Records drawn from a dataset:
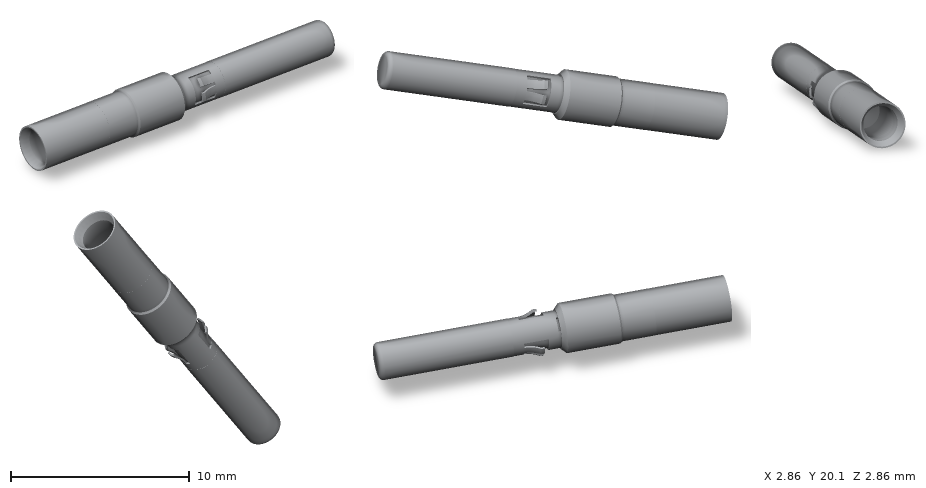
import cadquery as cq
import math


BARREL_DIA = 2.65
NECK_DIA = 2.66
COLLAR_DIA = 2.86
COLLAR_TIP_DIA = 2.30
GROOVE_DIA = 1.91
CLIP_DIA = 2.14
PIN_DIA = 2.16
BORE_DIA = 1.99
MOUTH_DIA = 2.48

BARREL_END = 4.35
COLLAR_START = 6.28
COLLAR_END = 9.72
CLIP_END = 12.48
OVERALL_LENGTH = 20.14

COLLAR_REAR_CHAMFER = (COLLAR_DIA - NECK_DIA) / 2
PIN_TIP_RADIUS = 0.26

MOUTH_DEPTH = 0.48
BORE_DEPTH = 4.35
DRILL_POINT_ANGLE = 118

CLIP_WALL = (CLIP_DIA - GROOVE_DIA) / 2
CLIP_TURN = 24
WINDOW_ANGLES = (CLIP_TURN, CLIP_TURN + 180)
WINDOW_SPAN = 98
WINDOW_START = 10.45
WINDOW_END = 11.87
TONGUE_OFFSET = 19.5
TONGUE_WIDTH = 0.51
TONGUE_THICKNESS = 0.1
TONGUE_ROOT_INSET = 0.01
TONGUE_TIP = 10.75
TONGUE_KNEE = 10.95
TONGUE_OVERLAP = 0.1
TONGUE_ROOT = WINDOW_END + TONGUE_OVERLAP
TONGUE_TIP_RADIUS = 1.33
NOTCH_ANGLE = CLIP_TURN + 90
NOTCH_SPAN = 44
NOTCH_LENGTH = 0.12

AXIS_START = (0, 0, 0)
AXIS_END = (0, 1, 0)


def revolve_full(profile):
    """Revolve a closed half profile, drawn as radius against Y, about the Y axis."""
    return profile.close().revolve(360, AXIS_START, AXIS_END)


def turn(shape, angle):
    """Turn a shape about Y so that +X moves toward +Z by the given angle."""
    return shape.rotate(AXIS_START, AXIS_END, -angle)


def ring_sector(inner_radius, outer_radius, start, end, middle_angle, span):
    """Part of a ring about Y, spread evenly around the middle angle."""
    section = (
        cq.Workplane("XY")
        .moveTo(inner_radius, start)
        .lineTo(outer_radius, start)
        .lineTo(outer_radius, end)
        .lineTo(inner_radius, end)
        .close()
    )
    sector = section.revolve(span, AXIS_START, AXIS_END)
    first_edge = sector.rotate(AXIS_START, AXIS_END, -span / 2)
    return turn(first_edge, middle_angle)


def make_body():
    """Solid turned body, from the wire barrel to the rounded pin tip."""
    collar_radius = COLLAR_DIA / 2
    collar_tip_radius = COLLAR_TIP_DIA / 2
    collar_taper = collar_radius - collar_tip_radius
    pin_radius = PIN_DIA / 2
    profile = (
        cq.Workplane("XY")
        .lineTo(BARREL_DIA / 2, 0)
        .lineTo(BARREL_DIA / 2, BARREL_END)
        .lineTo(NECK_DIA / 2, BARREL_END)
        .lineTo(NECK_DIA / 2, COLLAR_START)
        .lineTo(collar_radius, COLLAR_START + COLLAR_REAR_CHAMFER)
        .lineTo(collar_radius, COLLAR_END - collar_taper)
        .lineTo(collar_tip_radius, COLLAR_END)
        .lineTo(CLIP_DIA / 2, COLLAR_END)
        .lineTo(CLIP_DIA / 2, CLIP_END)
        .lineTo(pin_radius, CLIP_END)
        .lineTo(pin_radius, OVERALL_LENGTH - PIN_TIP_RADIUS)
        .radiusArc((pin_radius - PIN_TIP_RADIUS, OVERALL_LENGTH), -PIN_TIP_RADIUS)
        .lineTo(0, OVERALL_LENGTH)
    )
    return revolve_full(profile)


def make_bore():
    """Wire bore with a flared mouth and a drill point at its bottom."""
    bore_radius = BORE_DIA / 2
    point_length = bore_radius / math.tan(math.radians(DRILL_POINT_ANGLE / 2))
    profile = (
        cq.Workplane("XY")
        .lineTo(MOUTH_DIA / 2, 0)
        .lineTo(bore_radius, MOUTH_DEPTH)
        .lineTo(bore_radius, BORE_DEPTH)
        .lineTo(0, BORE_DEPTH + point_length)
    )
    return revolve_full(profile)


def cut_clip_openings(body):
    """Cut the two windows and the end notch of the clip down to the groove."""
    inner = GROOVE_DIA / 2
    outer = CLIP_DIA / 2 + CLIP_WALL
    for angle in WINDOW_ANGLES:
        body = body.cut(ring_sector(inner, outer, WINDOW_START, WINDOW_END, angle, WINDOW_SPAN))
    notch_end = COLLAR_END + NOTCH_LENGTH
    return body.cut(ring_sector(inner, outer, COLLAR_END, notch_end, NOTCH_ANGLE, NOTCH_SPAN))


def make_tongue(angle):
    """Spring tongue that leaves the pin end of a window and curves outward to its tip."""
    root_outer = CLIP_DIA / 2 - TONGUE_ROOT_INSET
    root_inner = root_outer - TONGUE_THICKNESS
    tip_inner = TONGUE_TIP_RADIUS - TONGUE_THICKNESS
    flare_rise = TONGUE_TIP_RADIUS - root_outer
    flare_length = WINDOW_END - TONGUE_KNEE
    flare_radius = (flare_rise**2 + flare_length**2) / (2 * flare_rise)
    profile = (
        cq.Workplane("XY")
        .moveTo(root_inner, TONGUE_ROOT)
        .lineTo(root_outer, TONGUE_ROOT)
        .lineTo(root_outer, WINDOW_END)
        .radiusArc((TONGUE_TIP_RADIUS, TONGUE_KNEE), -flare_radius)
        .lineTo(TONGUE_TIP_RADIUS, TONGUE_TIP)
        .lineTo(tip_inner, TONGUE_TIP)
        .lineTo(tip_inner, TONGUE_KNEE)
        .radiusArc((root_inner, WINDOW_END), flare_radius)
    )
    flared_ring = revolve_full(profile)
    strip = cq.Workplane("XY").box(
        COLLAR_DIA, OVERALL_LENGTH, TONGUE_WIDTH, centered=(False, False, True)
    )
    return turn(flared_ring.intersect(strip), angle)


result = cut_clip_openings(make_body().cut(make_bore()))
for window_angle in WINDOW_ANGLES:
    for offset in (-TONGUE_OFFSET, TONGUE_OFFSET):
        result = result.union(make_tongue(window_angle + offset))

* _Task_
The response must repeat all the lines above exactly and include no pictures.

* _Result for this task_
import cadquery as cq
import math


BARREL_DIA = 2.65
NECK_DIA = 2.66
COLLAR_DIA = 2.86
COLLAR_TIP_DIA = 2.30
GROOVE_DIA = 1.91
CLIP_DIA = 2.14
PIN_DIA = 2.16
BORE_DIA = 1.99
MOUTH_DIA = 2.48

BARREL_END = 4.35
COLLAR_START = 6.28
COLLAR_END = 9.72
CLIP_END = 12.48
OVERALL_LENGTH = 20.14

COLLAR_REAR_CHAMFER = (COLLAR_DIA - NECK_DIA) / 2
PIN_TIP_RADIUS = 0.26

MOUTH_DEPTH = 0.48
BORE_DEPTH = 4.35
DRILL_POINT_ANGLE = 118

CLIP_WALL = (CLIP_DIA - GROOVE_DIA) / 2
CLIP_TURN = 24
WINDOW_ANGLES = (CLIP_TURN, CLIP_TURN + 180)
WINDOW_SPAN = 98
WINDOW_START = 10.45
WINDOW_END = 11.87
TONGUE_OFFSET = 19.5
TONGUE_WIDTH = 0.51
TONGUE_THICKNESS = 0.1
TONGUE_ROOT_INSET = 0.01
TONGUE_TIP = 10.75
TONGUE_KNEE = 10.95
TONGUE_OVERLAP = 0.1
TONGUE_ROOT = WINDOW_END + TONGUE_OVERLAP
TONGUE_TIP_RADIUS = 1.33
NOTCH_ANGLE = CLIP_TURN + 90
NOTCH_SPAN = 44
NOTCH_LENGTH = 0.12

AXIS_START = (0, 0, 0)
AXIS_END = (0, 1, 0)


def revolve_full(profile):
    """Revolve a closed half profile, drawn as radius against Y, about the Y axis."""
    return profile.close().revolve(360, AXIS_START, AXIS_END)


def turn(shape, angle):
    """Turn a shape about Y so that +X moves toward +Z by the given angle."""
    return shape.rotate(AXIS_START, AXIS_END, -angle)


def ring_sector(inner_radius, outer_radius, start, end, middle_angle, span):
    """Part of a ring about Y, spread evenly around the middle angle."""
    section = (
        cq.Workplane("XY")
        .moveTo(inner_radius, start)
        .lineTo(outer_radius, start)
        .lineTo(outer_radius, end)
        .lineTo(inner_radius, end)
        .close()
    )
    sector = section.revolve(span, AXIS_START, AXIS_END)
    first_edge = sector.rotate(AXIS_START, AXIS_END, -span / 2)
    return turn(first_edge, middle_angle)


def make_body():
    """Solid turned body, from the wire barrel to the rounded pin tip."""
    collar_radius = COLLAR_DIA / 2
    collar_tip_radius = COLLAR_TIP_DIA / 2
    collar_taper = collar_radius - collar_tip_radius
    pin_radius = PIN_DIA / 2
    profile = (
        cq.Workplane("XY")
        .lineTo(BARREL_DIA / 2, 0)
        .lineTo(BARREL_DIA / 2, BARREL_END)
        .lineTo(NECK_DIA / 2, BARREL_END)
        .lineTo(NECK_DIA / 2, COLLAR_START)
        .lineTo(collar_radius, COLLAR_START + COLLAR_REAR_CHAMFER)
        .lineTo(collar_radius, COLLAR_END - collar_taper)
        .lineTo(collar_tip_radius, COLLAR_END)
        .lineTo(CLIP_DIA / 2, COLLAR_END)
        .lineTo(CLIP_DIA / 2, CLIP_END)
        .lineTo(pin_radius, CLIP_END)
        .lineTo(pin_radius, OVERALL_LENGTH - PIN_TIP_RADIUS)
        .radiusArc((pin_radius - PIN_TIP_RADIUS, OVERALL_LENGTH), -PIN_TIP_RADIUS)
        .lineTo(0, OVERALL_LENGTH)
    )
    return revolve_full(profile)


def make_bore():
    """Wire bore with a flared mouth and a drill point at its bottom."""
    bore_radius = BORE_DIA / 2
    point_length = bore_radius / math.tan(math.radians(DRILL_POINT_ANGLE / 2))
    profile = (
        cq.Workplane("XY")
        .lineTo(MOUTH_DIA / 2, 0)
        .lineTo(bore_radius, MOUTH_DEPTH)
        .lineTo(bore_radius, BORE_DEPTH)
        .lineTo(0, BORE_DEPTH + point_length)
    )
    return revolve_full(profile)


def cut_clip_openings(body):
    """Cut the two windows and the end notch of the clip down to the groove."""
    inner = GROOVE_DIA / 2
    outer = CLIP_DIA / 2 + CLIP_WALL
    for angle in WINDOW_ANGLES:
        body = body.cut(ring_sector(inner, outer, WINDOW_START, WINDOW_END, angle, WINDOW_SPAN))
    notch_end = COLLAR_END + NOTCH_LENGTH
    return body.cut(ring_sector(inner, outer, COLLAR_END, notch_end, NOTCH_ANGLE, NOTCH_SPAN))


def make_tongue(angle):
    """Spring tongue that leaves the pin end of a window and curves outward to its tip."""
    root_outer = CLIP_DIA / 2 - TONGUE_ROOT_INSET
    root_inner = root_outer - TONGUE_THICKNESS
    tip_inner = TONGUE_TIP_RADIUS - TONGUE_THICKNESS
    flare_rise = TONGUE_TIP_RADIUS - root_outer
    flare_length = WINDOW_END - TONGUE_KNEE
    flare_radius = (flare_rise**2 + flare_length**2) / (2 * flare_rise)
    profile = (
        cq.Workplane("XY")
        .moveTo(root_inner, TONGUE_ROOT)
        .lineTo(root_outer, TONGUE_ROOT)
        .lineTo(root_outer, WINDOW_END)
        .radiusArc((TONGUE_TIP_RADIUS, TONGUE_KNEE), -flare_radius)
        .lineTo(TONGUE_TIP_RADIUS, TONGUE_TIP)
        .lineTo(tip_inner, TONGUE_TIP)
        .lineTo(tip_inner, TONGUE_KNEE)
        .radiusArc((root_inner, WINDOW_END), flare_radius)
    )
    flared_ring = revolve_full(profile)
    strip = cq.Workplane("XY").box(
        COLLAR_DIA, OVERALL_LENGTH, TONGUE_WIDTH, centered=(False, False, True)
    )
    return turn(flared_ring.intersect(strip), angle)


result = cut_clip_openings(make_body().cut(make_bore()))
for window_angle in WINDOW_ANGLES:
    for offset in (-TONGUE_OFFSET, TONGUE_OFFSET):
        result = result.union(make_tongue(window_angle + offset))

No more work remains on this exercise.